The New York American/February 3, 1917
Th’ Mornin’s Mornin’
According to a Chicago sporting man who is in the city, Ad Wolgast, former lightweight champion of the world, is in a hospital out West, quite sick, and his fighting days are undoubtedly over
For his own good, Wolgast should have retired several years ago, but he has persistently kept at it. He fought a dozen times, or more, last year, appearing in many different parts of the country.
Although is now only about twenty-nine years old, no man, with the possible exception of Battling Nelson, ever showed the wear and tear of the fighting game as much as Wolgast. His style of milling was the cause. Winning or losing, the little fellow always accumulated quite a pounding.
It is said that Wolgast is one of the richest men who ever followed the ring. He is believed to be worth at least $200,000, and he could have retired several years ago in very comfortable circumstances. He kept on going, however, even while jeopardizing his physical welfare.
Just about the time the information was received as to Wolgast’s illness, a letter reached here from Owen Moran, one of Ad’s old opponents, who is now in England, but who has quit the ring. Moran boxed Wolgast a six-round no-decision affair in New York in 1908, and in 1911 the Englishman was knocked out by Ad in thirteen rounds at San Francisco.
A Record of Fouls
Here is a curious thing in connection with the careers of Moran and Wolgast. After losing to Wolgast, Owen dropped three fights on fouls in the next two years. He fouled Charley White at Syracuse in 1912, being disqualified in the ninth round, and in his very next fight, he fouled Charley’s brother, Jack. That was in Los Angeles. The disqualification came in the ninth round.

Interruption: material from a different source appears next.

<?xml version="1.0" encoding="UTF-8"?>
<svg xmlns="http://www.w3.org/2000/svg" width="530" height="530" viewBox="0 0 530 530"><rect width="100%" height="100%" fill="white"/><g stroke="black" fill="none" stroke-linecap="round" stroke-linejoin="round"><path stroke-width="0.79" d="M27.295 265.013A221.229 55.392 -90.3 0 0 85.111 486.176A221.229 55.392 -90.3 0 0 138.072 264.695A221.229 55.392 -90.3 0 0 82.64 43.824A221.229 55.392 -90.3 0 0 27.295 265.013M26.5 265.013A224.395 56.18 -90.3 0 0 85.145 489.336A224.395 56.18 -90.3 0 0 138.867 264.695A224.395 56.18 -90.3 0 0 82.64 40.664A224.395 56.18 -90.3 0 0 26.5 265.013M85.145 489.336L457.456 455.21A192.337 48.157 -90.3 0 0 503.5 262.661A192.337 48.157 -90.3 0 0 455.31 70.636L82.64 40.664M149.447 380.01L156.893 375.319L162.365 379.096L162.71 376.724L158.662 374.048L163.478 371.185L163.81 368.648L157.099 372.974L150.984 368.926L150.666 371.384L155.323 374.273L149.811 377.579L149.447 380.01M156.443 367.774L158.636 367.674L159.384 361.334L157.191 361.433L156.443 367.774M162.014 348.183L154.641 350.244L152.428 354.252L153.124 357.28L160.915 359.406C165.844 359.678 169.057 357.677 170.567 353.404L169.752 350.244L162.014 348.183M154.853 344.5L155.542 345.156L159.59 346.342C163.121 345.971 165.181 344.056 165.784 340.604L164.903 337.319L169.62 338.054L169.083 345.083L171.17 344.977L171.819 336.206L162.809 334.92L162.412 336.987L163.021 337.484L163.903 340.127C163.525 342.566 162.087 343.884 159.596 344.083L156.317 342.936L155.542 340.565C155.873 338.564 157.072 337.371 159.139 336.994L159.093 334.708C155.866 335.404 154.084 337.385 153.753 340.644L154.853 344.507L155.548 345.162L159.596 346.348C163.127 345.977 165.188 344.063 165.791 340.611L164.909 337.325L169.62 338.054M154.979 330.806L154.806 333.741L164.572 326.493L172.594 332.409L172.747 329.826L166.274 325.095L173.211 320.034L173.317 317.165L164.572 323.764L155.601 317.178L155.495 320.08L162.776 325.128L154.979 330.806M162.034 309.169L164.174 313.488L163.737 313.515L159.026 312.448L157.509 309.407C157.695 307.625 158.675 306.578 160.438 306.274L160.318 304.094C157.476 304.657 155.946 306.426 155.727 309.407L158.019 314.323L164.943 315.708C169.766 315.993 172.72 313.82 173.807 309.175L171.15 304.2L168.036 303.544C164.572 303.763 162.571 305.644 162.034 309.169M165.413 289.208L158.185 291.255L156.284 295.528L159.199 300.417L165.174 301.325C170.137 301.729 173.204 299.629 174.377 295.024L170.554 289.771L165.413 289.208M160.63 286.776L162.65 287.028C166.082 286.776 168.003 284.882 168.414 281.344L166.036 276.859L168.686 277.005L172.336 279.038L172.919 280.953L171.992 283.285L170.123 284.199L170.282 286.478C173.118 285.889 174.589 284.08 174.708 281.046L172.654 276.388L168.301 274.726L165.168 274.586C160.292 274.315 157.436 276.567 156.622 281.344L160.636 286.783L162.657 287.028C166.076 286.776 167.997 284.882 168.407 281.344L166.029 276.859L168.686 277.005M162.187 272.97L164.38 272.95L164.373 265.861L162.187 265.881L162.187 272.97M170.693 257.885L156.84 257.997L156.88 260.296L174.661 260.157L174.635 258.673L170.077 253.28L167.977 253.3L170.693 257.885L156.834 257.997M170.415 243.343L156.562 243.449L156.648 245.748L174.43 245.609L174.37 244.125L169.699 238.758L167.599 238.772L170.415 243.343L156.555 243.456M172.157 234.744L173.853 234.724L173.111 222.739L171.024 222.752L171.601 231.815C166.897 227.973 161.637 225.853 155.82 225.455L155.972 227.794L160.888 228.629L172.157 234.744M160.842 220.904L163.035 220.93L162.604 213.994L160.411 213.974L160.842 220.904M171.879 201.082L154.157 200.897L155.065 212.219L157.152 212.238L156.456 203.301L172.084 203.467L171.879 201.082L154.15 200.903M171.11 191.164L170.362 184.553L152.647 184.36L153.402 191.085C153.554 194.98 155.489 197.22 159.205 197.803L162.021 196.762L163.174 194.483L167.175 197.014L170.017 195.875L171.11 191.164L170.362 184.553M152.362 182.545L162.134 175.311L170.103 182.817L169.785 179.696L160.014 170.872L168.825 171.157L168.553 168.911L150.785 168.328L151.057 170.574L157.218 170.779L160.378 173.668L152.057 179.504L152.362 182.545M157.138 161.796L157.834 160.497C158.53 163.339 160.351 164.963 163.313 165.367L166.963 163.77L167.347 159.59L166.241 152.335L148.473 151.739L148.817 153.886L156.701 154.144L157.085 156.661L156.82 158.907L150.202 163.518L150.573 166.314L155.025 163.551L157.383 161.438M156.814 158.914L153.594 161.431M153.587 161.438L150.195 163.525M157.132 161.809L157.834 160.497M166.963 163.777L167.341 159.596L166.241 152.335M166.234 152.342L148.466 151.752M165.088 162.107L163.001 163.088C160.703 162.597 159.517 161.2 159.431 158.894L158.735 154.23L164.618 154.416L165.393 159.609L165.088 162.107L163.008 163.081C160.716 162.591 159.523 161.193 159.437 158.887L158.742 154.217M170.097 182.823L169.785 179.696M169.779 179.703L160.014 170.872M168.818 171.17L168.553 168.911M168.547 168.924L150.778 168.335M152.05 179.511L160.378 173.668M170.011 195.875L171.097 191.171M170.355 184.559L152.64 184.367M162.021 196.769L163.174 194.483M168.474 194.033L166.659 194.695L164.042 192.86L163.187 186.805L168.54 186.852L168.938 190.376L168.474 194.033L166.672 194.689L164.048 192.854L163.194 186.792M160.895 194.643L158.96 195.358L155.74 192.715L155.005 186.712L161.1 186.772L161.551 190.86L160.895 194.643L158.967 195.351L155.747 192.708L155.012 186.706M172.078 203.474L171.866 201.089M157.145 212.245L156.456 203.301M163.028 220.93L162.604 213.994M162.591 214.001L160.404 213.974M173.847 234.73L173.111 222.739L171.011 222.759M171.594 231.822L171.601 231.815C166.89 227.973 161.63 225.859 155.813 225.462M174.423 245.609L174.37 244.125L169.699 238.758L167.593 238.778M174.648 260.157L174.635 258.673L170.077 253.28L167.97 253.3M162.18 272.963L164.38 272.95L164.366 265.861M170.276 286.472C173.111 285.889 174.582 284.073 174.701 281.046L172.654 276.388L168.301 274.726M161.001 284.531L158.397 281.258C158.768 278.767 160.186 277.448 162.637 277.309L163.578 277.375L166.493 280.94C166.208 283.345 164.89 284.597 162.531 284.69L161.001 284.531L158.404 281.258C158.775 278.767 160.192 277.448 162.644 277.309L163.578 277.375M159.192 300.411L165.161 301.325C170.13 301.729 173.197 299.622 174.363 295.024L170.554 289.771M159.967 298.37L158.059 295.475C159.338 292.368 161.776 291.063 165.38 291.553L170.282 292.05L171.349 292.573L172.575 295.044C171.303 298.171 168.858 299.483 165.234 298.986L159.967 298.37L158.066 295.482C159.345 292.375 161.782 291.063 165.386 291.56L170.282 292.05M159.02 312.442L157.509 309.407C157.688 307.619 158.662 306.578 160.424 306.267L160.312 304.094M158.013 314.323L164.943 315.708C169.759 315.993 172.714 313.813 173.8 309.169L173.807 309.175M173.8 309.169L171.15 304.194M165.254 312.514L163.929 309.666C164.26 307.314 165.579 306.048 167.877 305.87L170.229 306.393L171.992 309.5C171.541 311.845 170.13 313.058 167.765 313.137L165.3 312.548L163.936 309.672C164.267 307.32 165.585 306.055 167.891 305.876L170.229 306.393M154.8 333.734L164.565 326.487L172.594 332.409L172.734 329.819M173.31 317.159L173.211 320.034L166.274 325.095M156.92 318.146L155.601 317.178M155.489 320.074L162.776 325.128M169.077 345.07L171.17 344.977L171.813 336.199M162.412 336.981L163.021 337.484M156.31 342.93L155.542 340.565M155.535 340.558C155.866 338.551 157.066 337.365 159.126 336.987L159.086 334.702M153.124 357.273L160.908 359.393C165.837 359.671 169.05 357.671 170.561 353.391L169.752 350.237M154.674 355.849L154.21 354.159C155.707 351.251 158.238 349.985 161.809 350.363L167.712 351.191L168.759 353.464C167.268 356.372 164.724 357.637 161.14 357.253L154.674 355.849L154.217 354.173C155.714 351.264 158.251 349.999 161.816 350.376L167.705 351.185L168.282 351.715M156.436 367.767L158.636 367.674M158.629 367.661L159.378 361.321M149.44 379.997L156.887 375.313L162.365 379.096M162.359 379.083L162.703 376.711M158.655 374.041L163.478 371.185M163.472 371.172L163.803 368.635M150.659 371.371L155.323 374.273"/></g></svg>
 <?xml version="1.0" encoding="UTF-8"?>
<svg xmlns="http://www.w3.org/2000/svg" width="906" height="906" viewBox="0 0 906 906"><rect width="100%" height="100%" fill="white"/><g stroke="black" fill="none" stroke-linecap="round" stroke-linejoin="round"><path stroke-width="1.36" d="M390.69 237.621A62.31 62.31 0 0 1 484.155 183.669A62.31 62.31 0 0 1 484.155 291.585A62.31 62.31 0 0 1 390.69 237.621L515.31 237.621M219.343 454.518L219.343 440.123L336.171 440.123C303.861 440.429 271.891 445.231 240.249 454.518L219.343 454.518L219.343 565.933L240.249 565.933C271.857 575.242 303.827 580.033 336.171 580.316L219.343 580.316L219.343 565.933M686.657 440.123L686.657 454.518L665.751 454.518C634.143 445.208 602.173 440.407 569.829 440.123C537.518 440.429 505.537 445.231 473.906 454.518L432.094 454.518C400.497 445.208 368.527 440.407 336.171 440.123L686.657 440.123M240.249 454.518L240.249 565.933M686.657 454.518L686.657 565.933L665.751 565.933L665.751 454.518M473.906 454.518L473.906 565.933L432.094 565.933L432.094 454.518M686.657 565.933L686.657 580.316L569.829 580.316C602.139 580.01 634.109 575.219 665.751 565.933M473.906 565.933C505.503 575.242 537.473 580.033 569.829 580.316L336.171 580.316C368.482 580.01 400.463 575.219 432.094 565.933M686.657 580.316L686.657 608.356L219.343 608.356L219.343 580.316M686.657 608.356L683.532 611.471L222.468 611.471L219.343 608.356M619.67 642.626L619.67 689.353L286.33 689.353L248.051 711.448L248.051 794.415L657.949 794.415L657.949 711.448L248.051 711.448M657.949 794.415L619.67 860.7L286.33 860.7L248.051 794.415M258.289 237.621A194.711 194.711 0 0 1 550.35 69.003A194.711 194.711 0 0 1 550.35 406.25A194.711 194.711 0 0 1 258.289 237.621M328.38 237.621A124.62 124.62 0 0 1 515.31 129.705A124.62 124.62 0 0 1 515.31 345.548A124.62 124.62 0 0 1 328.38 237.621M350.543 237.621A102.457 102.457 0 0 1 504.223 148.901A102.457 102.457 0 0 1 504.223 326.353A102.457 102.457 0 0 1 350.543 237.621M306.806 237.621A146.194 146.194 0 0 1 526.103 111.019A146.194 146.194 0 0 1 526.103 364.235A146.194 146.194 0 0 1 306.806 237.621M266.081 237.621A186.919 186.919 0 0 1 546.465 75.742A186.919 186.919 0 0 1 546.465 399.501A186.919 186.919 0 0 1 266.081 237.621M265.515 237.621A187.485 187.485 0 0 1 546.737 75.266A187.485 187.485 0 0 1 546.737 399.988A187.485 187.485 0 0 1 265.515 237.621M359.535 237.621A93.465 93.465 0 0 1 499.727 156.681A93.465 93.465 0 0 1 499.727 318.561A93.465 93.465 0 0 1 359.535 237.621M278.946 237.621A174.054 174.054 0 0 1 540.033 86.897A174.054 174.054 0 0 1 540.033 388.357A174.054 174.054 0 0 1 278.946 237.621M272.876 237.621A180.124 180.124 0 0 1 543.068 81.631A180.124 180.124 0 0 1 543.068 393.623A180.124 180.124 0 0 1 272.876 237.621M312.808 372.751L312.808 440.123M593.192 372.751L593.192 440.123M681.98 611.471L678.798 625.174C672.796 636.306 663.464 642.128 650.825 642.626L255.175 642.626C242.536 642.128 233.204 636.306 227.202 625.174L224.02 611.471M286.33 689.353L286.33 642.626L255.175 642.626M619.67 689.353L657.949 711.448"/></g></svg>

Moran returned to England, and won a twenty founder from Johnny Condon, and drew with Jem Driscoll in twenty rounds. He drifted over to Australia and lost to Matt Wells in twenty, and then he returned to America. He was disqualified for fouling Joe Azevedo in the sixth round at Oakland.
Coming to New York, Moran boxed Young Hoe Shugrue at Madison Square Garden in January, 1914, and quit in the seventh round, claiming an injury to his hand. That was about the last of the once great Owen in this country. Up to the time he found Charley White there was no record of a foul in Moran’s career.
Up to the time he lost his title to Willie Ritchie on a foul in November, 1912, at Daly City, Cal., in the sixteenth round, there was but one foul in Wolgast’s long record and that was in his favor. After losing the title Ad was disqualified for fouls five different times.
In 1915, at Shreveport, La., he lost to Bobby Waugh in six rounds; at St. Louis, in 1916, he lost to Frankie Russell in four rounds. He was disqualified in his next two fights, once in three rounds with Stewart Donnelly, at Richmond, and then in the eleventh round of his fight with Freddy Walsh, at Denver.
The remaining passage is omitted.